Л. Толстой и Достоевский
(фрагмент)


Существует в рукописи ненапечатанная глава из «Бесов», исповедь Ставрогина, где между прочим он рассказывает о растлении девочки Это одно из могущественнейших созданий Достоевского, в котором слышится звук такой ужасающей искренности, что понимаешь тех, кто не решается напечатать этого даже после смерти Достоевского: тут что-то, действительно, есть, что переступает «за черту» искусства: это слишком живо.

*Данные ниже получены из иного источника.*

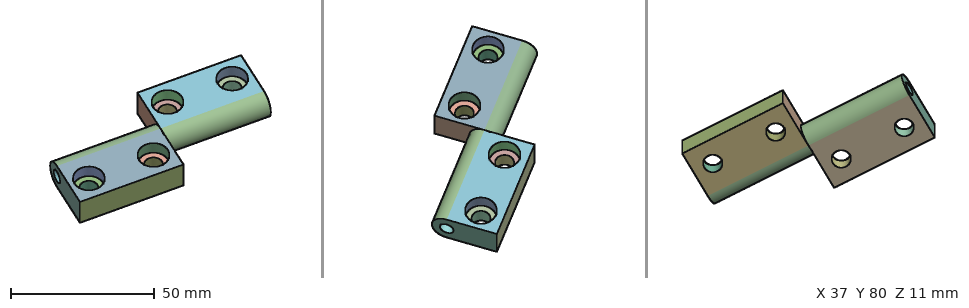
import cadquery as cq

TOTAL_LENGTH = 80.0
THICKNESS = 11.0
LEAF_REACH = 18.5
BARREL_RADIUS = THICKNESS / 2
LEAF_LENGTH = TOTAL_LENGTH / 2

PIN_HOLE_DIAMETER = 5.0

SCREW_DIAMETER = 6.6
HEAD_DIAMETER = 11.0
HEAD_DEPTH = 5.0
SCREW_OFFSET = 10.0
SCREW_SPACING = 25.0
END_MARGIN = 7.5
OUTER_SCREW_Y = TOTAL_LENGTH / 2 - END_MARGIN
SCREW_YS = [OUTER_SCREW_Y - SCREW_SPACING, OUTER_SCREW_Y]


def leaf_blank(side):
    """Plate with a half-round barrel, running from Y = 0 towards +Y or -Y."""
    return (
        cq.Workplane("XZ")
        .moveTo(0, BARREL_RADIUS)
        .lineTo(-side * LEAF_REACH, BARREL_RADIUS)
        .lineTo(-side * LEAF_REACH, -BARREL_RADIUS)
        .lineTo(0, -BARREL_RADIUS)
        .threePointArc((side * BARREL_RADIUS, 0), (0, BARREL_RADIUS))
        .close()
        .extrude(-side * LEAF_LENGTH)
    )


def pin_hole():
    """Cutter for the pin bore along the hinge axis."""
    return (
        cq.Workplane("XZ")
        .circle(PIN_HOLE_DIAMETER / 2)
        .extrude(TOTAL_LENGTH / 2, both=True)
    )


def make_leaf(side):
    """Side +1 lies at +Y with its plate towards -X; side -1 is turned half round."""
    screw_points = [(-side * SCREW_OFFSET, side * y) for y in SCREW_YS]
    return (
        leaf_blank(side)
        .cut(pin_hole())
        .copyWorkplane(cq.Workplane("XY", origin=(0, 0, THICKNESS / 2)))
        .pushPoints(screw_points)
        .cboreHole(SCREW_DIAMETER, HEAD_DIAMETER, HEAD_DEPTH)
    )


leaves = [make_leaf(side) for side in (1, -1)]

result = cq.Compound.makeCompound([leaf.val() for leaf in leaves])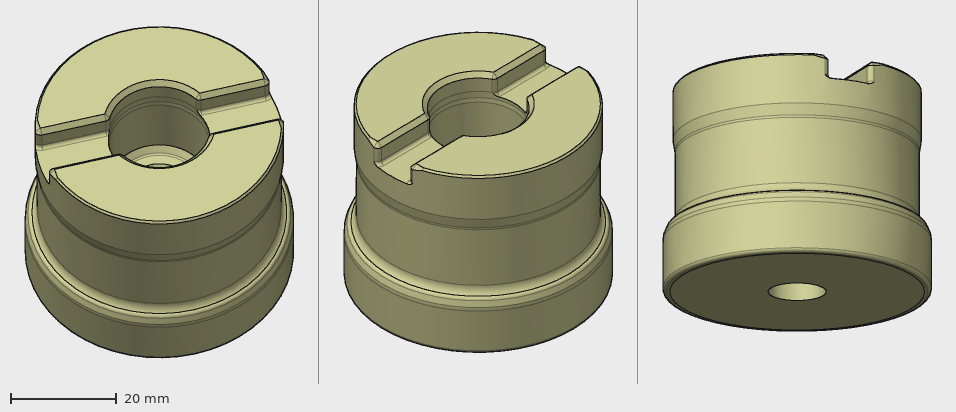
import cadquery as cq
import math

overall_radius = 25.4
overall_height = 40.0

head_radius = 47.0 / 2
head_chamfer = 0.4
head_bottom = 30.05
neck_radius = 46.2 / 2
neck_top = 27.55
neck_top_round = 3.05
neck_bottom = 14.35
neck_fillet_radius = 2.2

shoulder_inner_radius = 24.1
shoulder_outer_radius = 24.85
shoulder_edge_height = 12.0
shoulder_bulge = 0.1
cone_bottom_radius = 25.35
cone_bottom = 10.75
rim_top = 9.95
base_edge_radius = 0.7

seam_radius = shoulder_inner_radius

through_radius = 11.0 / 2
through_chamfer = 0.5
bore_floor = 19.8
bore_floor_radius = 16.0 / 2
bore_cone_end_radius = 16.85 / 2
bore_cone_angle = math.radians(45)
bore_radius = 19.05 / 2
bore_top = 33.5
bore_mouth_radius = 19.25 / 2
bore_mouth_bottom = 34.45

slot_half_width = 4.1
slot_floor = 35.2
slot_depth = overall_height - slot_floor
slot_corner_radius = 1.0
slot_top_chamfer = 0.95
slot_floor_fillet = 0.7
slot_end_plane = math.sqrt(head_radius**2 - (slot_half_width + slot_corner_radius) ** 2)


def revolved(profile):
    return profile.revolve(360, (0, 0, 0), (0, 1, 0))


def round_blank():
    """Solid of revolution that holds the outer surfaces of both bodies."""
    fillet_center_radius = neck_radius + neck_fillet_radius
    fillet_end_angle = math.acos((fillet_center_radius - shoulder_inner_radius) / neck_fillet_radius)
    shoulder_top = neck_bottom - neck_fillet_radius * math.sin(fillet_end_angle)
    fillet_mid = (
        fillet_center_radius - neck_fillet_radius * math.cos(fillet_end_angle / 2),
        neck_bottom - neck_fillet_radius * math.sin(fillet_end_angle / 2),
    )
    shoulder_mid = (
        (shoulder_inner_radius + shoulder_outer_radius) / 2 + shoulder_bulge,
        (shoulder_top + shoulder_edge_height) / 2 + shoulder_bulge,
    )
    blank = revolved(
        cq.Workplane("XZ")
        .moveTo(0, 0)
        .lineTo(overall_radius - base_edge_radius, 0)
        .tangentArcPoint((overall_radius, base_edge_radius), relative=False)
        .lineTo(overall_radius, rim_top)
        .tangentArcPoint((cone_bottom_radius, cone_bottom), relative=False)
        .lineTo(shoulder_outer_radius, shoulder_edge_height)
        .threePointArc(shoulder_mid, (shoulder_inner_radius, shoulder_top))
        .threePointArc(fillet_mid, (neck_radius, neck_bottom))
        .lineTo(neck_radius, neck_top)
        .lineTo(head_radius, head_bottom)
        .lineTo(head_radius, overall_height - head_chamfer)
        .lineTo(head_radius - head_chamfer, overall_height)
        .lineTo(0, overall_height)
        .close()
    )
    margin = 0.05
    neck_top_edge = cq.selectors.BoxSelector(
        (-overall_radius, -overall_radius, neck_top - margin),
        (overall_radius, overall_radius, neck_top + margin),
    )
    return blank.edges(neck_top_edge).edges("%CIRCLE").fillet(neck_top_round)


def seam_cylinder():
    return cq.Workplane("XY").circle(seam_radius).extrude(overall_height)


def bore_cutter():
    """Through hole and stepped bore, whose conical end blends into a flat floor."""
    blend_radius = (bore_cone_end_radius - bore_floor_radius) / math.sin(bore_cone_angle)
    blend_mid = (
        bore_floor_radius + blend_radius * math.sin(bore_cone_angle / 2),
        bore_floor + blend_radius * (1 - math.cos(bore_cone_angle / 2)),
    )
    cone_bottom_height = bore_floor + blend_radius * (1 - math.cos(bore_cone_angle))
    cone_height = (bore_radius - bore_cone_end_radius) * math.tan(bore_cone_angle)
    return revolved(
        cq.Workplane("XZ")
        .moveTo(0, 0)
        .lineTo(through_radius, 0)
        .lineTo(through_radius, bore_floor - through_chamfer)
        .lineTo(through_radius + through_chamfer, bore_floor)
        .lineTo(bore_floor_radius, bore_floor)
        .threePointArc(blend_mid, (bore_cone_end_radius, cone_bottom_height))
        .lineTo(bore_radius, cone_bottom_height + cone_height)
        .lineTo(bore_radius, bore_top)
        .lineTo(bore_mouth_radius, bore_mouth_bottom)
        .lineTo(bore_mouth_radius, overall_height)
        .lineTo(0, overall_height)
        .close()
    )


def slot_prism():
    """Slot, bore mouth and the space past both slot ends, with rounded corners between them."""
    level = cq.Workplane("XY").workplane(offset=slot_floor)
    prism = level.rect(2 * slot_half_width, 2 * overall_radius).extrude(slot_depth)
    prism = prism.union(level.circle(bore_mouth_radius).extrude(slot_depth))
    end_length = overall_radius - slot_end_plane
    for side in (1, -1):
        end_center = side * (slot_end_plane + end_length / 2)
        end = level.center(0, end_center).rect(2 * overall_radius, end_length)
        prism = prism.union(end.extrude(slot_depth))
    inner_corners = cq.selectors.BoxSelector(
        (-overall_radius / 2, -overall_radius, slot_floor),
        (overall_radius / 2, overall_radius, overall_height),
    )
    return prism.edges("|Z").edges(inner_corners).fillet(slot_corner_radius)


def slot_cutter():
    """Slot prism flared at the top, to chamfer the slot rim, and rounded along its floor."""
    level = cq.Workplane("XY").workplane(offset=slot_floor)
    block = level.rect(2 * overall_radius, 2 * overall_radius).extrude(slot_depth)
    lands = block.cut(slot_prism()).faces(">Z").chamfer(slot_top_chamfer)
    return block.cut(lands).faces("<Z").edges().fillet(slot_floor_fillet)


def make_hub():
    """Inner body: head, neck and the core of the base, with the slot and the bore."""
    hub = round_blank().intersect(seam_cylinder())
    return hub.cut(slot_cutter()).cut(bore_cutter())


def make_rim_ring():
    """Outer body: the ring around the base of the hub."""
    return round_blank().cut(seam_cylinder())


hub = make_hub()
rim_ring = make_rim_ring()
result = cq.Compound.makeCompound([hub.solids().val(), rim_ring.solids().val()])

Но в злодеяниях Ставрогина, даже в последних низостях его падений есть, по крайней мере, как бы не потухающий демонический отблеск того, что было красотою, есть величие зла. Достоевский не останавливается, однако, и перед изображениями самого будничного и мелкого разврата, в котором уже нет никакого величия. Герой или «антигерой» «Записок из подполья» стоит на умственной высоте величайших героев Достоевского, наиболее близких сердцу его. Он выражает самую сущность религиозных борений и сомнений художника. В этой исповеди чувствуется иногда самообличение, самобичевание, не менее беспощадное и несколько более страшное, чем в «Исповеди» Л. Толстого. И вот в чем этот «герой» признается: «По временам <...> я вдруг погружался в темный, подземный, гадкий – не разврат, а развратишко. Страстишки во мне были острые, жгучие от всегдашней болезненной раздражительности. Порывы бывали истерические, со слезами и конвульсиями <...> Накипала сверх того тоска; являлась истерическая жажда противоречий, контрастов, и вот я и пускался развратничать <...> развратничал я уединенно, по ночам, потаенно, боязливо, грязно, со стыдом, не оставлявшим меня в самые омерзительные минуты и даже доходившим в такие минуты до проклятия. Я уж и тогда носил в душе моей подполье. Боялся я ужасно, чтоб меня не увидали, не встретили, не узнали...»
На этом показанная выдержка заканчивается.